[PATCH] D134453: Disambiguate type names when printing NTTP types

Aaron Ballman via Phabricator via cfe-commits cfe-commits at lists.llvm.org
Wed Oct 26 06:02:47 PDT 2022


aaron.ballman added a comment.

In D134453#3880794 <https://reviews.llvm.org/D134453#3880794>, @mizvekov wrote:

> In D134453#3880729 <https://reviews.llvm.org/D134453#3880729>, @dblaikie wrote:
>
>> I think we should restrict the discussion in this review to being only about the case where we have the canonical type (acknowledging that there's broader work to reduce the number of cases where that is what we have to deal with).
>
> I agree that we can leave that aside for this patch.

+1 :-)

>> When you say "for reasonably small objects" are you suggesting this patch/an nearish-term solution to the original problem presented here (`t1<{}>` with no info about the type of the NTTP) should include some heuristic to judge "reasonably small objects" and choose a different rendering in that case?
>
> I don't think we necessarily have to do something about that from the start, but it's probably a problem that is going to come up at some point.
> We are trying to render the whole structure of a class type in one line of diagnostic, seems like this breaks new ground.
>
>> OK, I'm not sure what to make of this, though - "the expression that initializes the NTTP" is something we don't have, right? Just the value, I think, at this point? So we're trying to pick some kind of rendering for that value - is it just the outer type and then braces and values (Using the "bad"/difficult case of nested subobjects - `t1{{3}, {4}}`) or with nested types (`t1{t2{3}, t3{4]}`) or with member names (`t1{.v1 = {.v2 = 3}, .v3 = {.v4 = 4}}`) or both (`t1{.v1 = t2{.v2 = 3}, .v3 = t3{.v4 = 4}}`).
>>
>> I guess you meant the first, `t1{{3}, {4}}`? OK, so I think you're agreeing with what I would prefer/outlined in https://reviews.llvm.org/D134453#3871251 (which isn't where this review was going when @aaron.ballman roped you in, it was going towards fully explicit (`t1{t2{3}, t3{4}}`))
>
> I am a bit torn actually, something like `t1{.name = "Bar"}` does look better ideally, but it's probably more prone to bad corner cases. Will probably not work well for tuples.

I also think this form will get chatty in practice. It's not that uncommon for real world code to have quite a few members in a structure, so I could see `t1{.name = "Bar"}` being reasonable while `t1{.name = "Bar", .age = 183, .height = -12, .weight = 1.2f, .eye_color = Eyes::Chartreuse, .smell = Smells::LikeTeenSpirit }` being a far less reasonable thing to print. That said, we could perhaps have a cut point so we print with the member names if there's < N of them and print without member names otherwise. But I'm not certain it's worth it.

> The second option, `t1{{3}, {4}}`, looks more well-rounded.

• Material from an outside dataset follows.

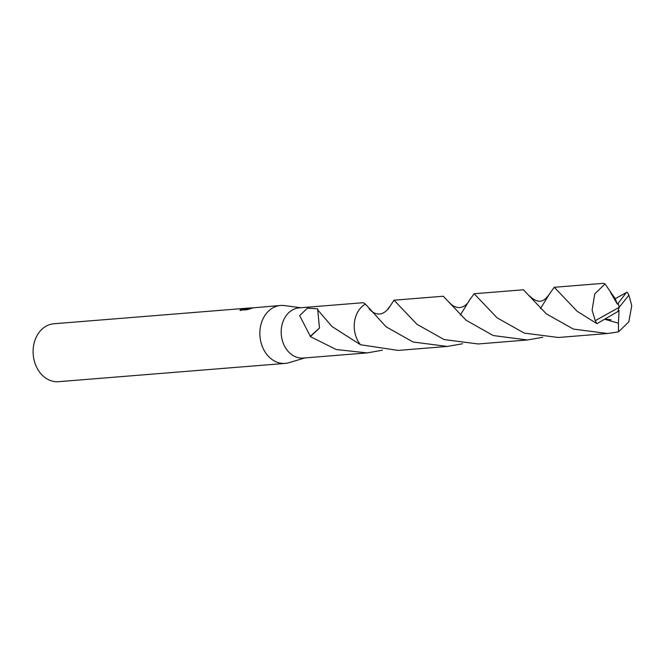 <?xml version="1.0" encoding="UTF-8"?>
<svg xmlns="http://www.w3.org/2000/svg" width="665" height="665" viewBox="0 0 665 665"><rect width="100%" height="100%" fill="white"/><g stroke="black" fill="none" stroke-linecap="round" stroke-linejoin="round"><path stroke-width="1" d="M300.821 307.729L284.454 305.576A29.052 23.017 85.4 0 0 280.572 305.476A29.052 23.017 85.4 0 0 279.973 305.534A29.052 23.017 85.4 0 0 259.998 336.665A29.052 23.017 85.4 0 0 285.243 363.398A29.052 23.017 85.4 0 0 285.842 363.339A29.052 23.017 85.4 0 0 289.059 362.674L304.869 357.928M462.64 343.738L447.312 346.44L413.048 341.993L386.057 326.781L365.393 304.088L363.273 302.7L299.142 307.87A25.179 19.95 85.4 0 0 298.627 307.92A25.179 19.95 85.4 0 0 281.312 334.894A25.179 19.95 85.4 0 0 303.19 358.061L367.18 352.899L336.174 349.516L310.389 336.623A25.179 19.95 -94.6 0 1 310.314 336.266L299.657 315.626L307.479 308.136L317.687 308.834L318.02 309.666A25.179 19.95 85.4 0 0 317.729 309.915L332.084 326.59L360.488 344.728M252.193 307.77L247.363 308.502L255.011 307.654M240.713 310.247L240.622 309.308L249.109 308.02L53.823 323.772A29.052 23.017 85.4 0 0 53.225 323.83A29.052 23.017 85.4 0 0 33.25 354.96A29.052 23.017 85.4 0 0 58.495 381.685L285.243 363.398M280.572 305.476L254.944 307.671M254.944 307.662L245.435 309.026L251.087 308.568L246.964 309.74L239.949 310.148M240.348 310.597L241.229 309.026M382.483 350.197L367.18 352.899M245.493 309.624L243.631 310.015M245.518 309.857L245.435 309.026M249.109 308.02L249.732 308.028M310.389 336.623L319.491 328.036L317.729 309.915M310.314 336.266L319.483 328.02M540.479 308.61L549.872 293.307L554.286 287.288L577.22 311.361L596.979 323.664L617.868 311.544L619.206 307.313L595.25 320.68A25.179 19.95 85.4 0 0 596.979 323.664M595.25 320.68L592.099 310.156L594.726 293.972L605.025 283.93L603.537 283.315L554.286 287.288M542.781 337.271L527.453 339.973L493.255 335.551L466.198 320.314L443.264 296.233L394.013 300.206L416.938 324.287L444.079 339.549L478.202 343.955L527.453 339.973M387.903 309.416L394.013 300.206M625.881 293.199L618.184 303.273L619.206 307.313L628.882 295.094A25.179 19.95 85.4 0 0 627.153 292.11L615.233 298.693L605.017 283.93M628.882 295.094L631.75 305.642L628.816 321.852L618.467 331.901L607.586 333.506L573.371 329.075L546.331 313.847L523.405 289.774L474.153 293.747L497.079 317.82L524.278 333.107L558.342 337.488L607.586 333.506M365.393 304.088A25.187 19.958 85.4 0 0 354.37 329.333A25.187 19.958 85.4 0 0 360.497 344.736L398.061 350.422L447.312 346.44M460.338 315.069L469.698 299.84L474.153 293.747M605.034 319.35L618.433 323.19L618.475 331.901M617.885 311.503L619.04 310.68L618.433 323.19M618.184 303.273L617.344 304.113L615.233 298.685M617.344 304.113L610.42 292.209M618.142 303.282L619.206 307.313M611.06 319.799L605.374 319.15M549.373 294.238C545.242 299.724 540.155 306.05 529.298 295.75M389.1 307.163C387.629 309.981 385.368 312.051 382.317 313.356C380.289 314.395 374.353 315.094 369.017 308.685M469.241 300.696C467.686 303.572 465.425 305.634 462.458 306.889C460.421 307.928 454.494 308.635 449.158 302.218"/></g></svg>

I can live with this approach if folks think it's the better way to go. But my concern still remains that the user has no idea what's being constructed by `{3}` or `{4}` without tracking down which constructor of `t1` is being called. Because of overloads, `std::initializer_list`, and conversion operators (and the fact that C++ initialization rules are a bit of a disaster), I think this can be unobvious sometimes without including type names. That said, after playing around a bit, I think those times might involve more contorted code than others are worried about, and so maybe it's not worth worrying about those cases. The fact that Clang is the only C++ compiler that doesn't print full type information makes me wary though. My thinking is that it's always more frustrating to have not enough information in a diagnostic than too much information (both are problems in their own ways though).

> The fully explicit `t1{t2{3}, t3{4}}` option seems like it would be both less readable and also even more prone to bad corner cases than the first (field names) option.

I can understand it being less readable for deep nesting situations, but I do not see why it would be prone to bad corner cases -- it's the most explicit form we can write (and matches the behavior of all other C++ compilers, from what we can tell).